San Francisco Recommended Reading
When I moved into San Francisco, I asked some folks about books I should read to get a sense of the history of the city. Here’s a sampling of the books that I’ve read since then, gathered in one place for the next time someone asks me the question. I’m still open to more suggestions, and suggestions need not be about the city as a whole- for example, my favorite book about New York was in large part about traffic and my favorite book about Boston was about the river.
Actually publishing this post, moons after writing it, is mostly in honor of today’s spectacular weather and my first ever bike ride across the Golden Gate. (And yes, the photo is cliched and I don’t care ;)
Imperial San Francisco: Urban Power, Earthly Ruin: Gray Brechin: This book opens with a slightly bizarre conspiracy theory about the role of mining in history, and keeps going with a lot of implied “the rich are trying to keep us down” without much evidence. Not that the folks he’s chronicling are particularly nice folks, but that’s easy enough to prove without going off the deep end about it. Despite this unfortunate tendency, this book has lots of great stories and background about how the San Francisco power brokers of the late 19th century interrelated with the city, the state, and the rest of the country, including some great background on the history of water and mining in the region. Recommended reading for someone trying to get a grasp on the early history of SF, albeit to be taken with a side order of salt.
Golden Gate: The Life and Times of America’s Greatest Bridge, Kevin Starr: Starr is a great historian (his more serious California history books are terrific), and this book has a lot of great stories. Unfortunately, it also has a lot of filler to make it “book length.” (In the future, books like this will be about 1/2 the length and sold purely as ebooks.) I recommend it, if you’re interested in the bridge and have time to wade through some fairly purple and extraneous prose. If you’re just looking for any one particular book about the city, this one isn’t it.
Making San Francisco American: Cultural Frontiers in the Urban West, 1846-1906, Barbara Berglund: This started as a PhD thesis, and reads like one. But if you’re the kind of person who can plunge through that (and I am), it’s a brilliant book, explaining how the racially mixed and roughly egalitarian culture of mining-era SF was gradually molded into something acceptable to “cultured” Americans – both to the nouveau riche of the West who wanted to build a city acceptable to the East, and to those from the East who were flooding into SF. Really fascinating read, and I think has some lessons applicable to the “uncultured” programmers who have to constantly resist cultural change imposed by more “refined” outsiders- still an ongoing theme in SF.

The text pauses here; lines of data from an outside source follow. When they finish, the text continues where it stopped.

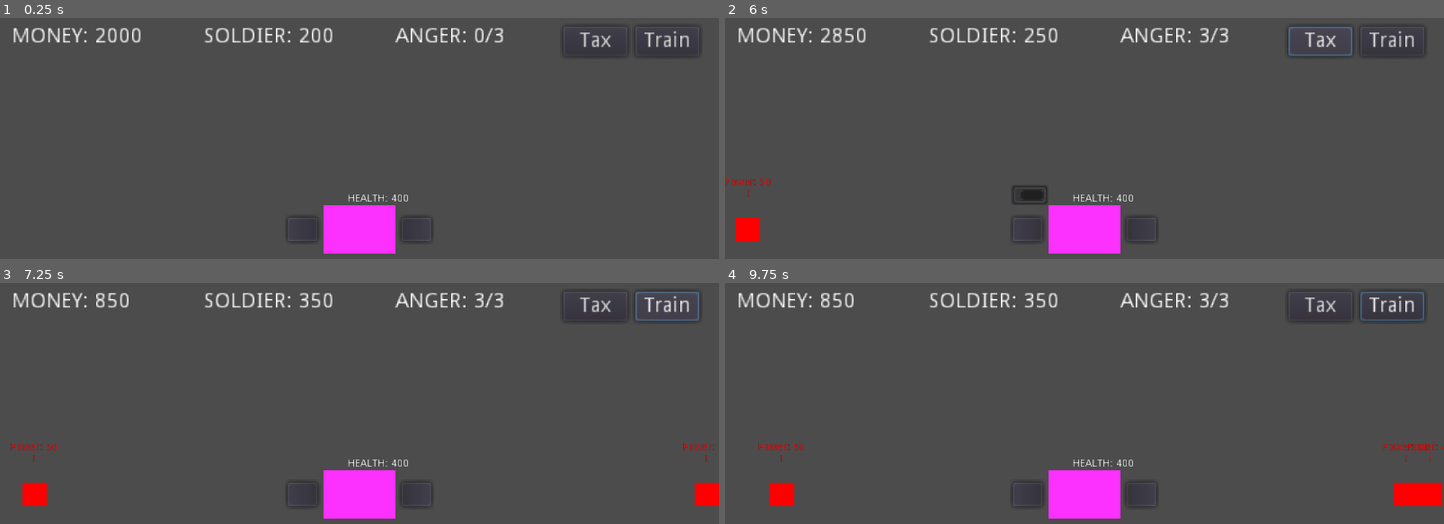
Above: before the commit, frames 1-4 (two rows, left to right).
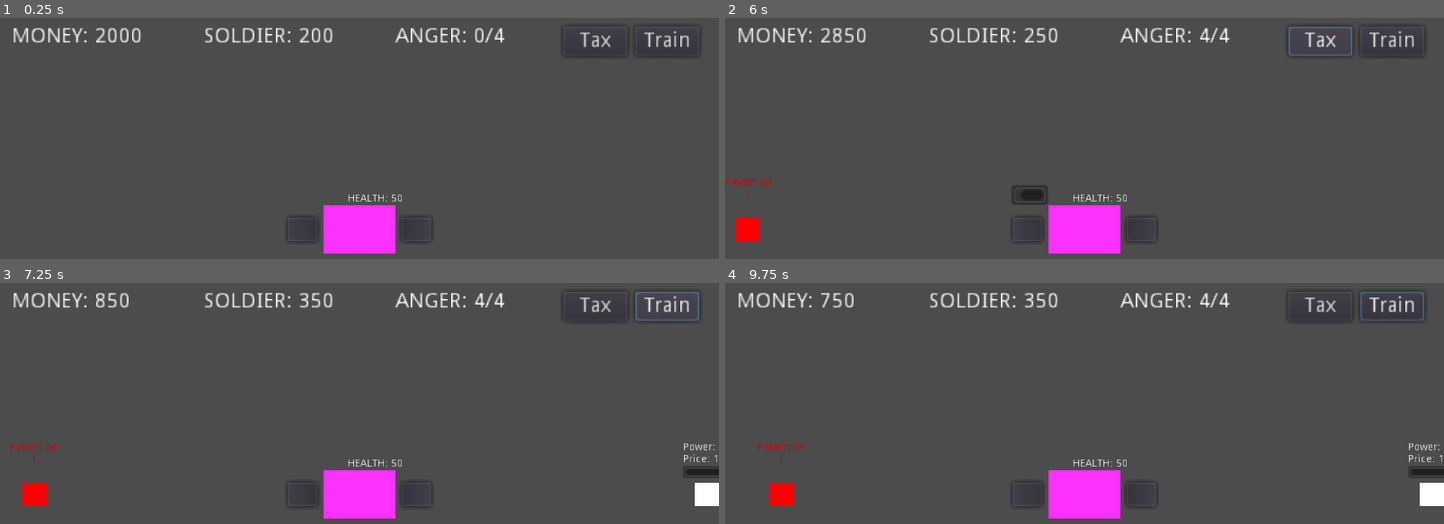
Above: after the commit, the same moments.

Repository: metalboyrick/riot-city-game
Game: Godot game, scene res://levels/level_base/level.tscn
Same seed, same stepped clock (60 frames per second), same inputs: the game is played once before the commit and once after it. This scene is started directly instead of the project's main scene.
Inputs (mouse positions are in pixels of both pictures, inside the frame that each line leads up to):
- Up to frame 1 (0.25 s): no input
- Up to frame 2 (6 s): click (1026, 230) at 0.52 s; click "Tax" at 1.25 s; click "Train" at 2 s; click (1026, 230) at 2.77 s; click "Tax" at 3.5 s; click "Train" at 4.25 s; click (1026, 230) at 5.02 s; click "Tax" at 5.75 s
- Up to frame 3 (7.25 s): click "Train" at 6.5 s
- Up to frame 4 (9.75 s): move the mouse to (760, 495) at 7.27 s; click (760, 495) at 7.42 s; move the mouse to (1422, 495) at 8.02 s; click (1422, 495) at 8.17 s; move the mouse to (1156, 391) at 8.77 s; click (1156, 391) at 8.92 s; move the mouse to (outside the picture) at 9.52 s; click (outside the picture) at 9.67 s

The runs differ from the first frame. In frame 1, less than 0.1% of the frame differs, in the area x 54-71%, y 4-77%; in frame 2, 0.1%; in frame 3, 0.8%; in frame 4, 1.3%, in the area x 13-100%, y 4-93%.

Commit message:
added game over logic

Diff:
--- a/levels/level_base/level.gd
+++ b/levels/level_base/level.gd
@@ -7,7 +7,7 @@
 export var SOLDIER_COST : int = 50
 export var SOLDIER_AMOUNT : int = 200
 export var DEFAULT_SOLDIER_POWER: int = 20
-export var MAX_ANGER: int = 3
+export var MAX_ANGER: int = 4
 export var DEFAULT_CALM: float = 3
 export var CENTRAL_HEALTH : int = 400
 export var TAX_VALUE : int = 1000
@@ -108,6 +108,9 @@
 	pass
 
 func update_health(new_value: int):
+	if(new_value <= 0):
+		show_game_over()
+		return
 	health = new_value
 	n_health_label.text = "HEALTH: " + str(health)
 
@@ -123,6 +126,10 @@
 	if anger < MAX_ANGER:
 		anger = new_value
 		n_anger_label.text = "ANGER: " + str(anger) + "/" + str(MAX_ANGER)
+
+func show_game_over():
+	get_tree().paused = true
+	n_game_over_menu.show()
 
 func clear_occupancy_of_mob(mob_id):
 	var i:int = 0
@@ -180,7 +187,6 @@
 	mob_instance.queue_free()
 
 
-
 func _on_TaxButton_pressed():
 	update_money(money + TAX_VALUE)
 	update_anger(anger + 1)
--- a/levels/level_base/level.tscn
+++ b/levels/level_base/level.tscn
@@ -9,6 +9,7 @@
 SPAWN_INTERVAL_LOW = 1.0
 SPAWN_INTERVAL_HIGH = 2.0
 MONEY = 2000
+CENTRAL_HEALTH = 50
 
 [node name="SpawnTimer" type="Timer" parent="."]
 one_shot = true

The Barbary Plague: The Black Death in Victorian San Francisco by Marilyn Chase: This book explores the history of the entry of the bubonic plague into the Americas via San Francisco. It’s a lighter and more thematically consistent book than Making San Francisco American, but covers overlapping time periods and explores some similar themes, like early anti-Chinese racism, and the relationship of early San Francisco with the Eastern US. If you’re looking for something less serious, and not at all about software, this is definitely the one book in this list to read.
Vanished Waters: A History of San Francisco’s Mission Bay, Nancy Olmsted: I live on land reclaimed from Mission Bay, so this has resonance for me that it probably won’t for others. But I think it’s a brilliant, brief book that anyone who lives near modern Caltrain should benefit from reading, since it will help you understand the geography and history of your own neighborhood.
What the Dormouse Said: How the Sixties Counterculture Shaped the Personal Computer, by John Markoff; and Regional Advantage: Culture and Competition in Silicon Valley and Route 128, AnnaLee Saxenian: I think of these as a pair, because while very different books they are also both about the culture of computing innovation and networking in the Valley. Dormouse is really very anecdotal (a little birdie once told me that even the author admits it was basically an excuse to string together a bunch of great stories he’d heard over the years), but they are great anecdotes and give a lot to chew over, especially in light of the success of the iPhone and iPad after the writing of the book, and the continued tension between personalized and centralized computing. Regional Advantage is an even older book, but critical to understanding the larger, structural causes of Silicon Valley’s success, showing that it was increased interpersonal and intercorporate sharing that made Silicon Valley continue to succeed after the shocks of the ’80s hammered both Silicon Valley and Boston’s Route 128.
Reclaiming San Francisco: Brook, Carlsson, and Peters: Not actually read yet, but am excited to find time for it. It’s a series of essays.